Pour rejouer ce contexte, chacune de ses excursions en galerie et musée se traduit par des œuvres en trois dimensions de façon à ce que « le corps puisse se mouvoir comme l’œil se balade à l’intérieur d’une toile. » Ces constructions conçues à partir de matériaux de récupération, fragiles et périssables, font à écho à sa philosophie de vie alternative.
Villes flottantes
Swoon, crinière de cuivre et tempérament d’acier, dégage d’emblée une énergie contagieuse. Aussi colossale que les projets artistiques et communautaires qu’elle a mis à flot. Elle a notamment marqué les esprits en construisant, avec les artivistes du collectif Toyshop, sept radeaux qui ont remonté le Mississipi (Miss Rockaway Armada, 2006), navigué sur l’Hudson (Swimming Cities of Switchback Sea, 2008), allant jusqu’à franchir la mer Adriatique depuis la Slovénie pour accoster à la Biennale de Venise où elle était invitée en 2009 (Swimming cities of Serenissima). Une flottille de bric et de broc, à mi-chemin entre performance et habitat autogéré, dont on retrouve quelques restes dans l’exposition parisienne.
Sans distinguo, elle met à sa créativité au service de différents modes d’expression et d’action. « Vivre sur des bateaux en était un, reconstruire des maisons dévastées en est un autre », assure celle qui a créé sa propre fondation humanitaire en 2015 : Héliotrope, impliquée dans plusieurs chantiers, notamment en Haïti, pour rebâtir un village en associant technique artisanale et moderne, et à Philadelphie, auprès de toxicomanes.“L’art s’apparente à une forme de guérison”
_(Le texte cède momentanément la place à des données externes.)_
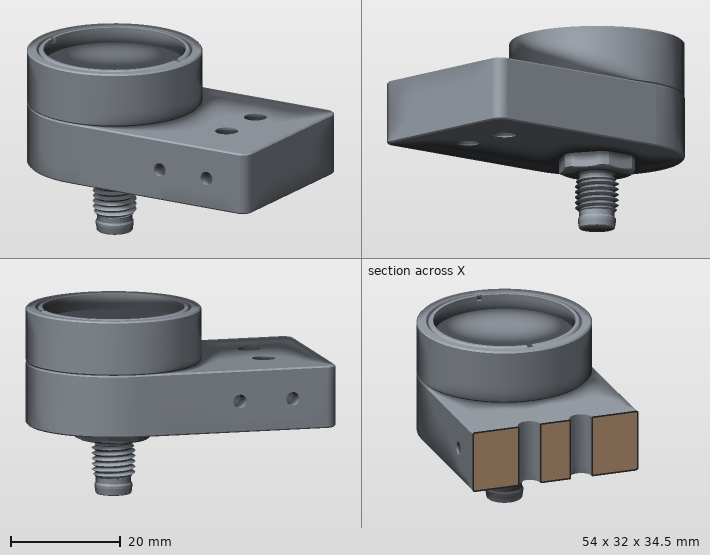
import cadquery as cq
import math

overall_length = 54.0
head_radius = 32.0 / 2
plate_thickness = 11.5
corner_radius = 2.0
edge_chamfer = 0.25
plate_end_x = overall_length - head_radius

hole_spacing = 10.0
mount_hole_diameter = 4.2
mount_hole_x = 27.0
side_hole_diameter = 2.5
side_hole_middle_x = 24.45
side_hole_z = plate_thickness / 2
side_hole_depth = 4.3
drill_tip_angle = 118.0

head_height = 10.0
head_top_z = plate_thickness + head_height
rim_inner_radius = 14.3
groove_radius = 14.0
groove_depth = rim_inner_radius - groove_radius
bezel_outer_radius = 13.55
window_radius = 26.0 / 2
window_depth = 2.8
notch_width = 1.0
notch_depth = 1.0

nut_height = 2.8
nut_across_flats = 12.95
nut_corner_radius = 7.1
nut_face_radius = 6.25
nut_bevel_height = 0.4

connector_length = 13.0
neck_radius = 3.25
flare_radius = 3.5
flare_end_depth = 3.3
thread_start_depth = 3.7
thread_end_depth = 9.95
thread_crest_radius = 4.0
thread_angle = 60.0
thread_root_sink = 0.05
first_crest_depth = 3.1
helix_turns = 8
helix_height = 8.0
thread_pitch = helix_height / helix_turns
collar_radius = 6.9 / 2
collar_ramp_depth = 10.85
collar_top_depth = 11.25
collar_bottom_depth = 11.7
tip_radius = 3.3
tip_chamfer = 0.15


def make_plate():
    rounded_end = cq.Workplane("XY").circle(head_radius).extrude(plate_thickness)
    block = (
        cq.Workplane("XY")
        .box(plate_end_x, 2 * head_radius, plate_thickness, centered=(False, True, False))
        .edges("|Z and >X")
        .fillet(corner_radius)
    )
    plate = rounded_end.union(block).faces("<Z or >Z").edges().chamfer(edge_chamfer)
    mount_holes = (
        cq.Workplane("XY")
        .pushPoints([(mount_hole_x, side * hole_spacing / 2) for side in (-1, 1)])
        .circle(mount_hole_diameter / 2)
        .extrude(plate_thickness)
    )
    plate = plate.cut(mount_holes)
    for side in (-1, 1):
        plate = plate.cut(make_side_hole(side_hole_middle_x + side * hole_spacing / 2))
    return plate


def make_side_hole(x):
    """Blind drilled hole entering the plate from its -Y side."""
    radius = side_hole_diameter / 2
    tip_length = radius / math.tan(math.radians(drill_tip_angle / 2))
    profile = cq.Workplane("XY").polyline(
        [(0, 0), (radius, 0), (radius, side_hole_depth), (0, side_hole_depth + tip_length)]
    )
    drill = profile.close().revolve(360, (0, 0, 0), (0, 1, 0))
    return drill.translate((x, -head_radius, side_hole_z))


def make_head():
    groove_z = head_top_z - groove_depth
    floor_z = head_top_z - window_depth
    profile = cq.Workplane("XZ").polyline(
        [
            (0, plate_thickness),
            (head_radius - edge_chamfer, plate_thickness),
            (head_radius, plate_thickness + edge_chamfer),
            (head_radius, head_top_z - edge_chamfer),
            (head_radius - edge_chamfer, head_top_z),
            (rim_inner_radius, head_top_z),
            (groove_radius, groove_z),
            (bezel_outer_radius, head_top_z),
            (window_radius, head_top_z),
            (window_radius, floor_z),
            (0, floor_z),
        ]
    )
    head = profile.close().revolve(360, (0, 0, 0), (0, 1, 0))
    notches = (
        cq.Workplane("XY")
        .workplane(offset=head_top_z - notch_depth)
        .rect(2 * groove_radius, notch_width)
        .extrude(notch_depth)
    )
    return head.cut(notches)


def make_nut():
    across_corners = nut_across_flats / math.cos(math.pi / 6)
    hexagon = cq.Workplane("XY").polygon(6, across_corners).extrude(-nut_height)
    profile = cq.Workplane("XZ").polyline(
        [
            (0, 0),
            (nut_corner_radius, 0),
            (nut_corner_radius, nut_bevel_height - nut_height),
            (nut_face_radius, -nut_height),
            (0, -nut_height),
        ]
    )
    envelope = profile.close().revolve(360, (0, 0, 0), (0, 1, 0))
    return hexagon.intersect(envelope)


def make_connector():
    profile = cq.Workplane("XZ").polyline(
        [
            (0, 0),
            (flare_radius, 0),
            (flare_radius, -nut_height),
            (neck_radius, -flare_end_depth),
            (neck_radius, -collar_ramp_depth),
            (collar_radius, -collar_top_depth),
            (collar_radius, -collar_bottom_depth),
            (tip_radius, -connector_length + tip_chamfer),
            (tip_radius - tip_chamfer, -connector_length),
            (0, -connector_length),
        ]
    )
    core = profile.close().revolve(360, (0, 0, 0), (0, 1, 0))
    return core.union(make_thread())


def make_thread():
    """Right-handed V ridge, sunk slightly into the neck and bevelled at both ends."""
    base_radius = neck_radius - thread_root_sink
    base_half_width = (thread_crest_radius - base_radius) * math.tan(math.radians(thread_angle / 2))
    helix = cq.Wire.makeHelix(thread_pitch, helix_height, base_radius)
    profile = cq.Workplane("XZ").polyline(
        [
            (base_radius, -base_half_width),
            (thread_crest_radius, 0),
            (base_radius, base_half_width),
        ]
    )
    ridge = profile.close().sweep(cq.Workplane(helix), isFrenet=True)
    ridge = ridge.translate((0, 0, -first_crest_depth - helix_height))
    envelope = (
        cq.Workplane("XY")
        .workplane(offset=-thread_end_depth)
        .circle(thread_crest_radius + thread_root_sink)
        .extrude(thread_end_depth - thread_start_depth)
        .edges()
        .chamfer(thread_crest_radius + thread_root_sink - neck_radius)
    )
    return ridge.intersect(envelope)


result = make_plate().union(make_head()).union(make_nut()).union(make_connector())

Un environnement qui ne lui est pas étranger. « Mes deux parents étaient accros à l’héroïne, comme beaucoup d’autres membres de ma famille. Malgré ma colère, j’ai fini par comprendre qu’ils cherchaient à faire taire une souffrance enfouie », explique la jeune femme, opposant les bienfaits de la thérapie à la pénalisation du système américain.
On comprend mieux dès lors pourquoi « l’art s’apparente à une forme de guérison », de catharsis. Des grands désastres aux plaies intimes, il y a chez Swoon cette volonté d’endiguer, de rafistoler. D’embellir aussi. Un caractère flower power assumé, issu de l’héritage familial, tout comme son nom civil très woodstockien, Caledonia Dance Curry. Intuitive, elle décrit son processus créatif comme une suite de tâtonnements, largement guidé par le subconscient. Depuis un an, Swoon se consacre exclusivement à la vidéo en stop motion. « Pour le moment, j’ai besoin de solitude, d’obscurité, pour me sentir aussi ingénue qu’un enfant, un non-sachant, afin que quelque chose de nouveau puisse germer. »
A VOIR : Exposition Time Capsule, jusqu’au 22 septembre, centre d’art urbain Fluctuart, Port du Gros Caillou (7e). Entrée gratuite.